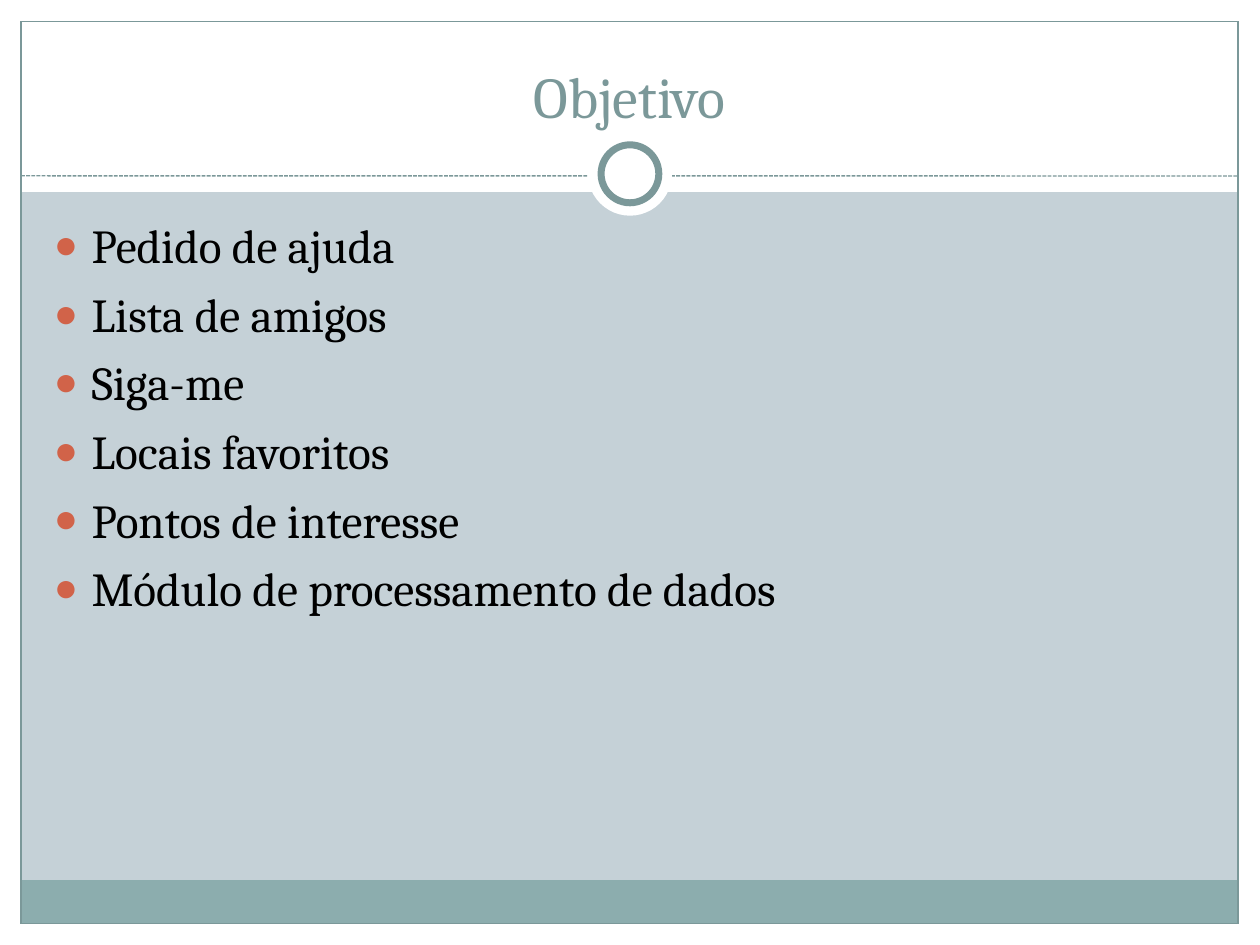
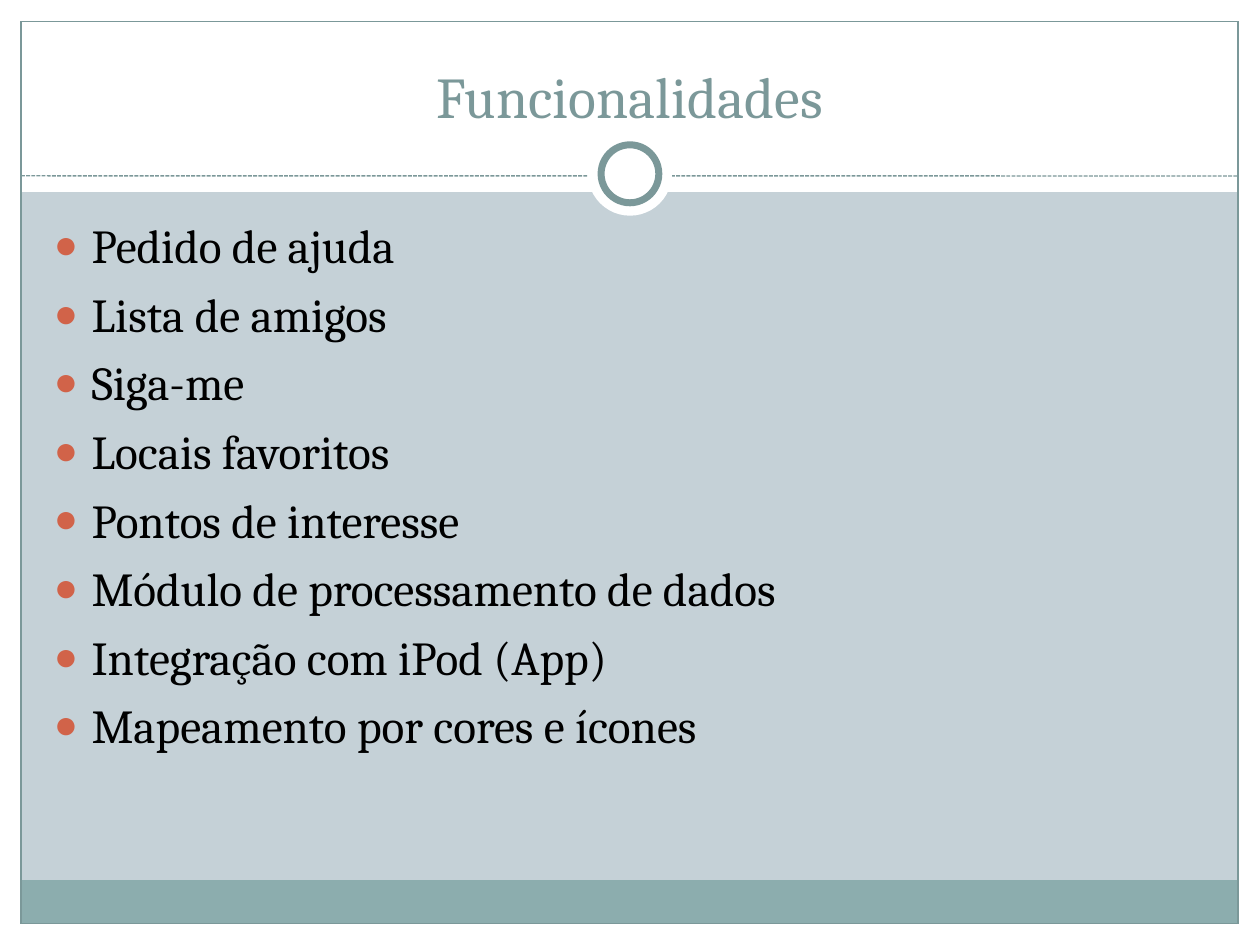
Before and after one commit to mmassaki/tcc-kzsh, a slide deck: slide 6 of presentation/evolution1/presentation.ppt. Drawn at 1260x945 pixels with LibreOffice and Linux fonts; fonts in the diff are those of the drawing. Boxes give left, top, right and bottom in pixels: in the first picture for what was removed or moved away, otherwise in the second. Text is boxed around its words. In the diff, an @@ line names an element or a change of style, - is before the commit and + after.

```diff
--- a/presentation/evolution1/presentation.ppt
+++ b/presentation/evolution1/presentation.ppt
@@ title at (436, 78, 823, 119): text changed @@
-Objetivo
+Funcionalidades
@@ text at (92, 641, 696, 753): paragraphs added @@
+● Integração com iPod (App)
+● Mapeamento por cores e ícones
```
Also in this commit, not shown: 2 other slides changed, 1 other file.

════════

DESCRIPTION OF THE TASK — Write out each line of the data that holds the string "changed".

RESULT OF THIS EXERCISE —
@@ title at (436, 78, 823, 119): text changed @@
Also in this commit, not shown: 2 other slides changed, 1 other file.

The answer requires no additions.